Limitations & Future Work

  • Closed-source models still lead in in-context generation: GPT-4o (8.80) significantly outperforms OmniGen2 (7.95) on OmniContext, with gaps remaining in subject consistency and prompt following.
  • Dependency on reward models: The lack of verifiable rewards for Edit/IC means reliance on learned rewards like EditScore and Qwen2.5-VL-72B, creating a ceiling based on reward quality.
  • Complex data pipeline: The construction pipeline involving video extraction and multi-model labeling is engineering-heavy and difficult to reproduce.
  • Intentional avoidance of aesthetic dimensions: To prevent reward hacking, aesthetic rewards like HPSv3 were excluded, meaning pure aesthetic preference alignment is currently bypassed in this framework.
  • vs MetaQuery: MetaQuery compresses instructions into fixed-length queries, creating a bottleneck; OmniGen2 uses variable-length hidden states to avoid this—similar concept, different execution.
  • vs BAGEL / Mogao: These models typically train the VLM alongside generation, which is more expensive. OmniGen2 freezes the VLM most of the time, leading to higher efficiency and superior GenEval (0.95 vs 0.88) and editing performance.
  • vs OmniGen (v1): The first generation was a 3.8B single architecture.
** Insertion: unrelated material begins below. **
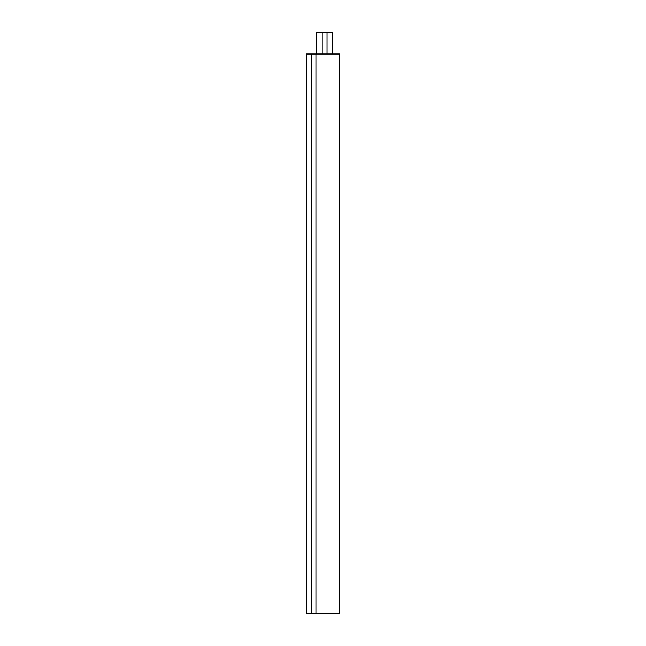 <?xml version="1.0" encoding="UTF-8"?>
<svg xmlns="http://www.w3.org/2000/svg" width="646" height="646" viewBox="0 0 646 646"><rect width="100%" height="100%" fill="white"/><g stroke="black" fill="none" stroke-linecap="round" stroke-linejoin="round"><path stroke-width="0.97" d="M306.43 613.7L315.926 613.7L315.926 54.014L306.43 54.014L306.43 613.7M315.926 54.014L339.425 54.014L339.425 613.7L315.926 613.7M311.719 613.7L311.719 54.014M339.425 54.111L339.425 613.603M322.201 54.014L322.201 32.3L316.653 32.3L316.653 54.014M332.569 54.014L332.569 32.3L322.201 32.3M327.021 54.014L327.021 32.3"/></g></svg>
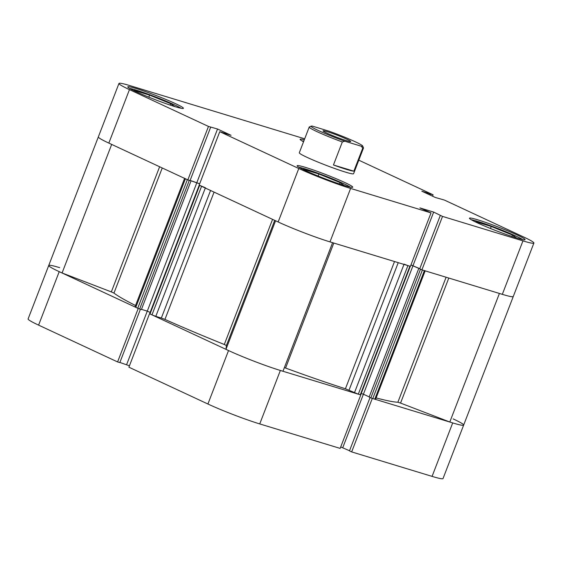 <?xml version="1.0" encoding="UTF-8"?>
<svg xmlns="http://www.w3.org/2000/svg" width="562" height="562" viewBox="0 0 562 562"><rect width="100%" height="100%" fill="white"/><g stroke="black" fill="none" stroke-linecap="round" stroke-linejoin="round"><path stroke-width="0.84" d="M59.677 267.66A39.27 2.761 21.1 0 0 48.732 265.489A39.27 2.761 21.1 0 0 59.221 271.664L38.588 325.124L117.599 361.935L138.231 308.475L59.221 271.664A39.27 2.761 21.1 0 0 62.08 272.97L111.332 291.91L159.622 166.752M274.706 220.36L226.409 345.518L225.973 349.325A39.27 2.761 21.1 0 0 228.537 350.548A39.27 2.761 21.1 0 0 280.361 370.463L360.783 394.938L340.158 448.406L259.735 423.924A39.27 2.761 -158.9 0 1 207.912 404.008L228.537 350.548L149.527 313.737L128.902 367.197L207.912 404.008M372.156 398.381L452.705 422.919A39.27 2.761 21.1 0 0 463.657 425.09A39.27 2.761 21.1 0 0 453.169 418.908M448.792 278.05L400.551 403.08L449.804 422.013A39.27 2.761 21.1 0 0 463.657 425.09L443.032 478.55A39.27 2.761 -158.9 0 1 432.08 476.379L351.657 451.904L372.283 398.444M370.07 397.489L349.473 450.886L351.657 451.904M340.713 446.959L349.529 450.731M119.889 362.455L129.436 365.806M117.599 361.935L119.825 362.609L140.43 309.219M38.588 325.124A39.27 2.761 -158.9 0 1 28.1 318.949L48.732 265.489A39.27 2.761 21.1 0 0 59.221 271.664M361.211 393.533L363.41 394.208L342.792 447.591M141.469 309.36L147.286 311.13L126.661 364.513M318.485 130.581A27.629 1.946 21.1 0 0 344.836 141.217L342.328 141.961A29.084 2.044 -158.9 0 1 316.996 131.641A29.084 2.044 -158.9 0 1 309.219 127.061A29.084 2.044 -158.9 0 1 309.339 126.956L311.215 126.134A27.629 1.946 21.1 0 0 318.485 130.581M327.007 133.173A14.837 1.047 21.1 0 0 341.949 139.165A14.837 1.047 21.1 0 0 350.723 141.519A14.837 1.047 21.1 0 0 346.754 139.186A14.837 1.047 21.1 0 0 331.812 133.194A14.837 1.047 21.1 0 0 323.045 130.841A14.837 1.047 21.1 0 0 327.007 133.173M362.645 145.98L363.481 147.848A29.084 2.044 -158.9 0 1 363.495 148.003A29.084 2.044 -158.9 0 1 362.729 148.171L361.268 146.218A27.629 1.946 21.1 0 0 362.645 145.98A27.629 1.946 21.1 0 0 328.925 131.15L312.493 126.148A27.629 1.946 21.1 0 0 311.215 126.134M361.268 146.218L344.836 141.217M353.849 171.178L333.449 164.975A29.084 2.044 21.1 0 0 353.849 171.178L362.729 148.171M333.449 164.975L342.328 141.961M471.258 219.735A29.084 2.044 -158.9 0 1 516.106 236.166A29.084 2.044 -158.9 0 1 522.695 239.588M298.914 167.286A29.084 2.044 -158.9 0 1 343.768 183.711A29.084 2.044 -158.9 0 1 350.358 187.132M129.597 88.403A29.084 2.044 -158.9 0 1 174.445 104.834A29.084 2.044 -158.9 0 1 181.034 108.255M301.942 140.858A29.084 2.044 -158.9 0 1 303.754 141.238M305.075 170.419A29.814 2.093 21.1 0 0 335.107 182.46A29.814 2.093 21.1 0 0 352.739 187.195A29.814 2.093 21.1 0 0 344.773 182.502A29.814 2.093 21.1 0 0 314.741 170.462A29.814 2.093 21.1 0 0 297.108 165.727A29.814 2.093 21.1 0 0 305.075 170.419M477.419 222.875A29.814 2.093 21.1 0 0 507.451 234.916A29.814 2.093 21.1 0 0 525.084 239.651A29.814 2.093 21.1 0 0 517.117 234.958A29.814 2.093 21.1 0 0 487.085 222.917A29.814 2.093 21.1 0 0 469.453 218.182A29.814 2.093 21.1 0 0 477.419 222.875M135.758 91.543A29.814 2.093 21.1 0 0 165.79 103.584A29.814 2.093 21.1 0 0 183.423 108.318A29.814 2.093 21.1 0 0 175.456 103.626A29.814 2.093 21.1 0 0 145.425 91.585A29.814 2.093 21.1 0 0 127.792 86.85A29.814 2.093 21.1 0 0 135.758 91.543M363.495 148.003L353.575 173.721A29.084 2.044 -158.9 0 1 336.371 169.099A29.084 2.044 -158.9 0 1 307.07 157.36A29.084 2.044 -158.9 0 1 299.3 152.78L309.219 127.061M199.145 185.158L219.77 131.698L298.78 168.509A39.27 2.761 21.1 0 0 350.604 188.425L431.026 212.907L410.401 266.367L329.978 241.885A39.27 2.761 -158.9 0 1 278.155 221.969L199.145 185.158M358.795 160.184L433.098 194.803L432.564 196.194M499.421 293.434A39.27 2.761 21.1 0 0 513.268 296.511A39.27 2.761 -158.9 0 1 502.323 294.34L421.9 269.865L442.526 216.405L522.948 240.88A39.27 2.761 21.1 0 0 533.9 243.051A39.27 2.761 21.1 0 0 523.412 236.876L444.401 200.065L435.339 197.487L421.83 191.192L433.098 194.803M304.316 139.783A29.814 2.093 21.1 0 0 300.136 139.306A29.814 2.093 21.1 0 0 303.55 141.757M219.77 131.698L231.045 135.309L217.536 129.014L208.474 126.436L187.841 179.896L108.831 143.092A39.27 2.761 -158.9 0 1 98.343 136.91A39.27 2.761 21.1 0 0 108.831 143.092A39.27 2.761 21.1 0 0 111.69 144.399L62.08 272.97M442.526 216.405L433.667 212.092L419.912 207.912L431.026 212.907M304.681 138.828A39.27 2.761 21.1 0 0 302.265 138.076L129.92 85.621A39.27 2.761 21.1 0 0 118.968 83.45A39.27 2.761 21.1 0 0 129.464 89.625L208.474 126.436M199.679 183.767L190.132 180.416M210.701 127.11L190.068 180.571L187.841 179.896M421.9 269.865L419.709 268.847L440.341 215.387M419.772 268.692L410.955 264.92M413.035 265.552L433.667 212.092M429.347 194.698L429.768 193.609M430.45 195.211L430.871 194.122M196.904 182.474L217.536 129.014M135.435 91.395L133.939 90.356L149.59 95.119L170.736 103.703L174.915 106.611M170.736 103.703L170.195 105.094M149.59 95.119L148.804 97.156M304.752 170.272L303.255 169.232L318.907 173.995L340.052 182.58L344.232 185.488M340.052 182.58L339.511 183.971M318.907 173.995L318.12 176.032M477.096 222.728L475.6 221.681L491.251 226.451L512.396 235.035L516.576 237.944M512.396 235.035L511.856 236.426M491.251 226.451L490.464 228.488M225.973 349.325L275.577 220.768A39.27 2.761 21.1 0 0 278.155 221.969A39.27 2.761 21.1 0 0 332.592 242.658M228.537 350.548A39.27 2.761 21.1 0 0 282.981 371.236L332.585 242.679M214.066 192.113L164.947 319.406A155.611 10.945 21.1 0 0 224.294 344.485L272.57 219.37M162.242 167.968L113.967 293.09A155.611 10.945 21.1 0 0 135.54 305.524M376.133 397.917A155.611 10.945 21.1 0 0 397.875 402.223L446.109 277.235M333.807 243.058L285.58 368.047A155.611 10.945 21.1 0 0 345.419 388.778L394.517 261.534M187.975 179.938L189.275 180.409L139.664 308.988L137.746 308.25L187.357 179.671L185.411 178.758L135.793 307.337L135.013 306.88L184.596 178.386M189.275 180.409L190.097 180.507M190.104 180.479L199.658 183.837M199.243 185.158L205.418 187.771M404.078 264.133L407.921 265.608L358.303 394.187L345.419 388.778M410.295 266.332L360.699 394.875L360.291 394.791L409.902 266.212L407.921 265.608M409.902 266.212L410.309 266.297M410.927 264.99L419.744 268.755M419.737 268.776L421.767 269.802M425.16 270.856L375.578 399.357L372.782 398.591L422.392 270.013L425.188 270.779M184.631 178.302L185.411 178.758M139.664 308.988L141.406 309.514L191.017 180.936M137.746 308.25L135.793 307.337M113.967 293.09L111.332 291.91M400.551 403.08L397.875 402.223M372.782 398.591L370.857 397.854L420.474 269.275M418.76 268.481L369.15 397.06L370.857 397.854M413.028 265.629L363.41 394.208L369.206 396.905M360.291 394.791L358.303 394.187M285.58 368.047L284.372 367.632M226.409 345.518L224.294 344.485M164.947 319.406L161.343 318.036L210.56 190.476M205.313 188.038L155.8 316.35L161.343 318.036M155.8 316.35L151.965 314.875L201.575 186.296M199.629 185.383L150.012 313.961L151.965 314.875M150.012 313.961L149.625 313.737L199.222 185.2M196.897 182.552L147.286 311.13L150.124 312.451M499.407 293.455L449.804 422.013M280.361 370.463L259.735 423.924M432.08 476.379L452.705 422.919M278.155 221.969L298.78 168.509M502.323 294.34L522.948 240.88M129.464 89.625L108.831 143.092M350.604 188.425L329.978 241.885M398.233 262.665L349.023 390.176M354.467 392.712L403.973 264.407M374.763 399.196L424.38 270.617M533.9 243.051L463.657 425.09M118.968 83.45L48.732 265.489"/></g></svg>

The second generation decouples VLM and Diffusion, adds Omni-RoPE, and uses progressive RL, resulting in a GenEval leap from 0.68 to 0.95 and across-the-board improvements.
  • vs Qwen-Image-Edit-2509: While the latter has significantly more parameters (7B+20B) and slightly higher GEdit (7.54 vs 7.21), OmniGen2 outperforms it on GenEval and OmniContext with a smaller 3B+4B footprint, offering superior efficiency.

Rating

  • Novelty: ⭐⭐⭐⭐ The combination of decoupled architecture, Omni-RoPE, and progressive RL curriculum is clear, though individual components are evolutions of existing ideas (VLM-conditioned diffusion, RoPE, GRPO).
  • Experimental Thoroughness: ⭐⭐⭐⭐⭐ Comprehensive coverage across understanding/T2I/editing/in-context tasks across multiple benchmarks, plus the new OmniContext and detailed alignment ablations.
  • Writing Quality: ⭐⭐⭐⭐⭐ The logical flow from motivation to architecture, training, and alignment is smooth, and the ablations clearly explain the rationale behind design choices.
  • Value: ⭐⭐⭐⭐⭐ Open-sourcing models, code, data, and benchmarks provides significant community value, demonstrating strong instruction following in a compact model size.